The Pakistani media, on the other hand, knowing fully well that there is no hope in hell in making Kashmir part of their country, don’t accept that anything has gone wrong in Kashmir. Ordinary Kashmiris, who know little about him have gone to grave lengths to follow his footsteps and are likely to continue doing so for a long time.

I have endeavoured to write a book on his life and mission to bring home some truths to the people of India and Pakistan.
The fact that he consciously chose to lead a life on a collision course with death in order to secure an honourable future for those who were to follow him makes him stand above the rest.

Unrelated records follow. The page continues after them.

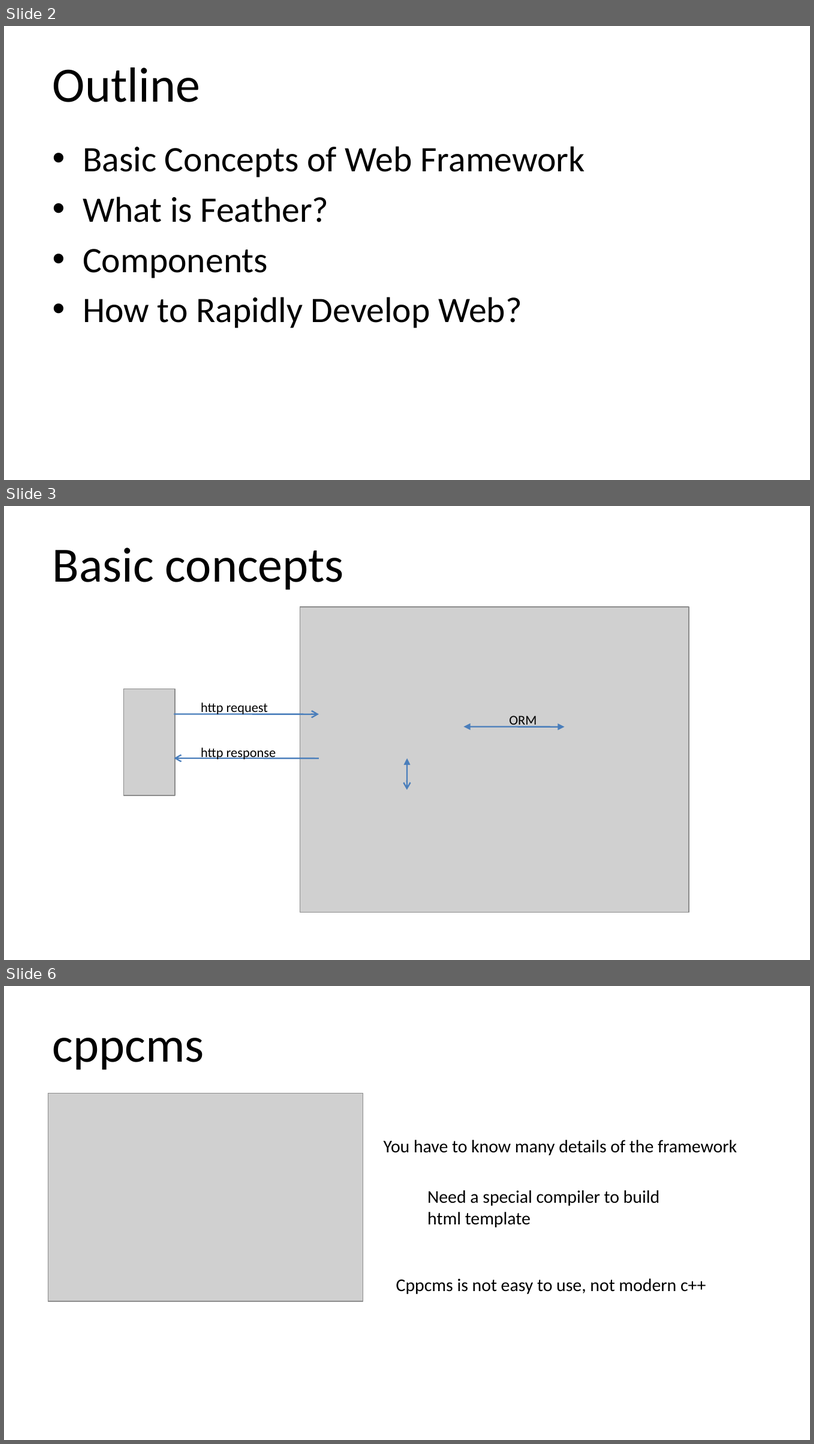
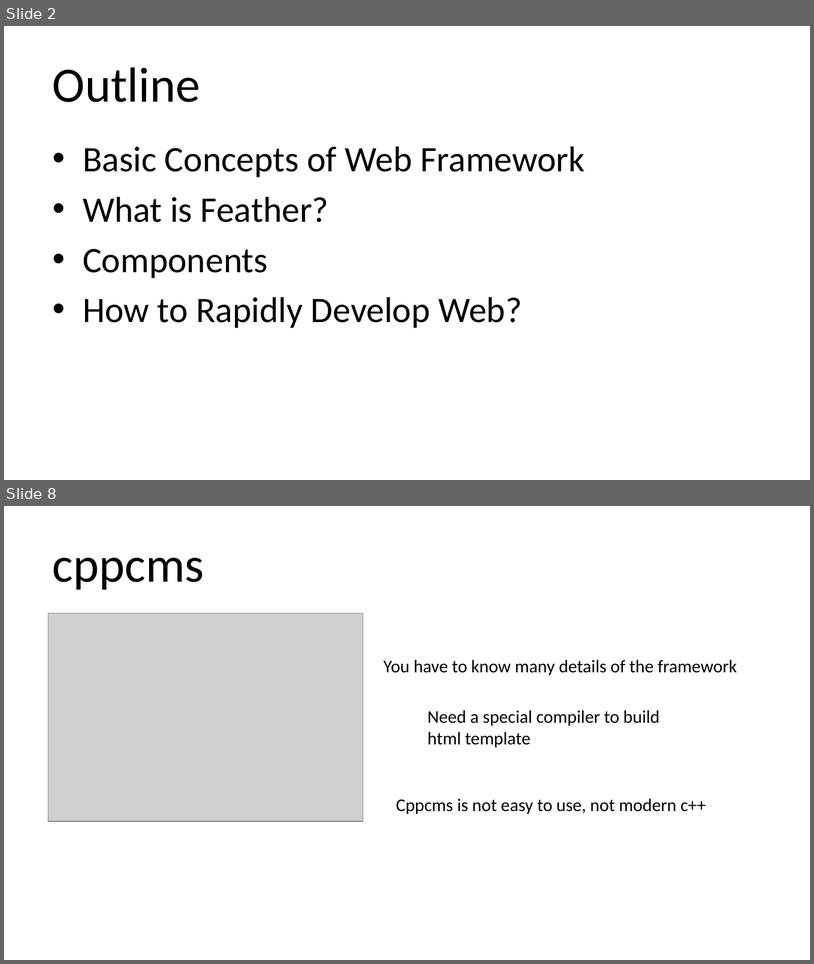
Before and after one commit to qicosmos/cppcon2018, a slide deck: cppcon2018.pptx. Shown one above the other, each under a label of ours: slides 2, 3 and 6 before the commit, slides 2 and 8 after it; the slides between them are not shown. The pictures are 814x1444 and 814x964 pixels, drawn with LibreOffice and Linux fonts; fonts in the diff are those of the drawing; grey boxes stand for pictures. Boxes give left, top, right and bottom in pixels: in the first picture for what was removed or moved away, otherwise in the second. Text is boxed around its words. In the diff, an @@ line names an element or a change of style, - is before the commit and + after.

```diff
--- a/cppcon2018.pptx
+++ b/cppcon2018.pptx
@@ slide 3 removed at <box>4,506,810,960</box>, background #FFFFFF @@
@@ title removed at <box>53,547,344,590</box> @@
-Basic concepts
@@ picture removed at <box>300,607,689,912</box> @@
@@ picture removed at <box>123,689,175,795</box> @@
@@ text removed at <box>201,702,268,715</box> @@
-http request
@@ arrow removed from (174, 714) to (320, 714) @@
@@ text removed at <box>509,715,537,727</box> @@
-ORM
@@ double arrow removed from (464, 726) to (564, 727) @@
@@ text removed at <box>201,747,276,759</box> @@
-http response
@@ arrow removed from (320, 759) to (174, 759) @@
@@ double arrow removed from (407, 759) to (407, 790) @@
@@ what was slide 6 is now slide 8 @@
```
Also in this commit, not shown: 6 slides changed, 1 slide added, 2 other slides removed.

This is perhaps the reason why deliberate attempts were made on the part of the Indian (and Pakistani) government agencies to ensure that this chapter of his struggle and the political direction he pursued was marred with suspicion and misgivings. Volumes are required to unearth the whole truth.

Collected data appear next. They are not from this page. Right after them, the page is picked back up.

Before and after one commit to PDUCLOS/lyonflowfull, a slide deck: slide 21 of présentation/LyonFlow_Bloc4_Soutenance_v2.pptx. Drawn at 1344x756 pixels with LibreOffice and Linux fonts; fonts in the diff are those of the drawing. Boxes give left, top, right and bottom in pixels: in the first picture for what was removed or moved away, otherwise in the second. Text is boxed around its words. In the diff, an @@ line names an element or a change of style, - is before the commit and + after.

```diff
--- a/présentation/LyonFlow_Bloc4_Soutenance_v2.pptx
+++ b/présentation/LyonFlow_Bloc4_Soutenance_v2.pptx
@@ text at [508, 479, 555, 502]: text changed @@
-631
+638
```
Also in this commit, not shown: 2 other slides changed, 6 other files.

Substantial research work is required to reveal the reality behind this man’s mission, which has been overshadowed with murky stories and ruthless propaganda implanted by a well oiled government machine in order to undermine his radical nationalist message.

He is still buried in Tihar jail but continues to command his people in the streets of Srinagar. He has achieved after his death what he was not allowed to achieve during his life.
Despite the wisdom and knowledge he possessed, his approach was complex for the ordinary people, often beyond their comprehension.

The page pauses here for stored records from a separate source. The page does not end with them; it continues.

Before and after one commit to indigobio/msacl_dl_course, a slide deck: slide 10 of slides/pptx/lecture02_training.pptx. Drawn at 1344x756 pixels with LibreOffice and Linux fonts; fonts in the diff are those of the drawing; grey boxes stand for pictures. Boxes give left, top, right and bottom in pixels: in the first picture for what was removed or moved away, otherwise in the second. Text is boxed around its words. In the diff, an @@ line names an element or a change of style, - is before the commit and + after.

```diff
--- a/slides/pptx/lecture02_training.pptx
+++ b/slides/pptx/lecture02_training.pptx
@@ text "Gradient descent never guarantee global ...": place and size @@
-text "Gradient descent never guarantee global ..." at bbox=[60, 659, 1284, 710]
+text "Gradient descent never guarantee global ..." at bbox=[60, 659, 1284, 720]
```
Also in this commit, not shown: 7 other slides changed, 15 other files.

The complexity of his approach did not hide his desire for an organized armed resistance. Complicated as it was, for simple-minded Kashmiri patriots, his call was in fact for them to rise. And rise they did. He was not there to see it but the world witnessed how only a few years after his death his people rose in their millions.

To comprehend Maqbool Butt’s vision of a new dawn in Kashmir one has to understand the motive and emotive force behind what it takes for someone like him to sacrifice so much, including personal gains, family life and worldly pleasures, and yet have no serious regrets.

Not only has he, thus, become an icon for the independence movement but he is likely to continue to command respect and prestige in the ranks of Kashmiri freedom fighters and independence campaigners for many years to come. It is a fact that his message grew much faster after his execution than when he was alive.

It reached new heights of popularity by 1990, when the world witnessed a quarter of a million people pouring into the streets of Srinagar. They were waving banners, placards and posters bearing Maqbool Butt’s portrait.

His message, of which he was so sure, was delivered with a convincing blow within five years of his death. That was not the last time Srinagar witnessed a show of defiance. Kashmiris continue to defy force 18 years on.

Many in Azad-Kashmir too have given their lives in following in his footsteps. Two Azad Kashmiri students are entering into the 18th year of custody in UK jails.

Qayuum Raja and Mohammed Riaz, who were alleged to have been involved in a plot to kidnap an Indian diplomat to seek the release of Maqbool Butt, are still awaiting justice from the British officials. So is the Kashmiri nation.

Regrettably, seventeen years on, many of the Kashmiri nationalist groups, which espouse to follow in his name have not been able to put up a united front against the common enemy - the enemy of independence. Some efforts in this regard have been made but a sustained effort is needed to keep up the momentum.

The Kashmiri All Parties Hurriyat Conference also has a duty on its shoulders to carry through a clear message which the world is likely to understand and accept rather than indulge in a dilution exercise, which could prove to be detrimental to the Kashmiri people. (Azmat A Khan, Frontier Post, Feb. 20, 2002)

The Britain-based writer is a former secretary-general of Jammu Kashmir Liberation Front.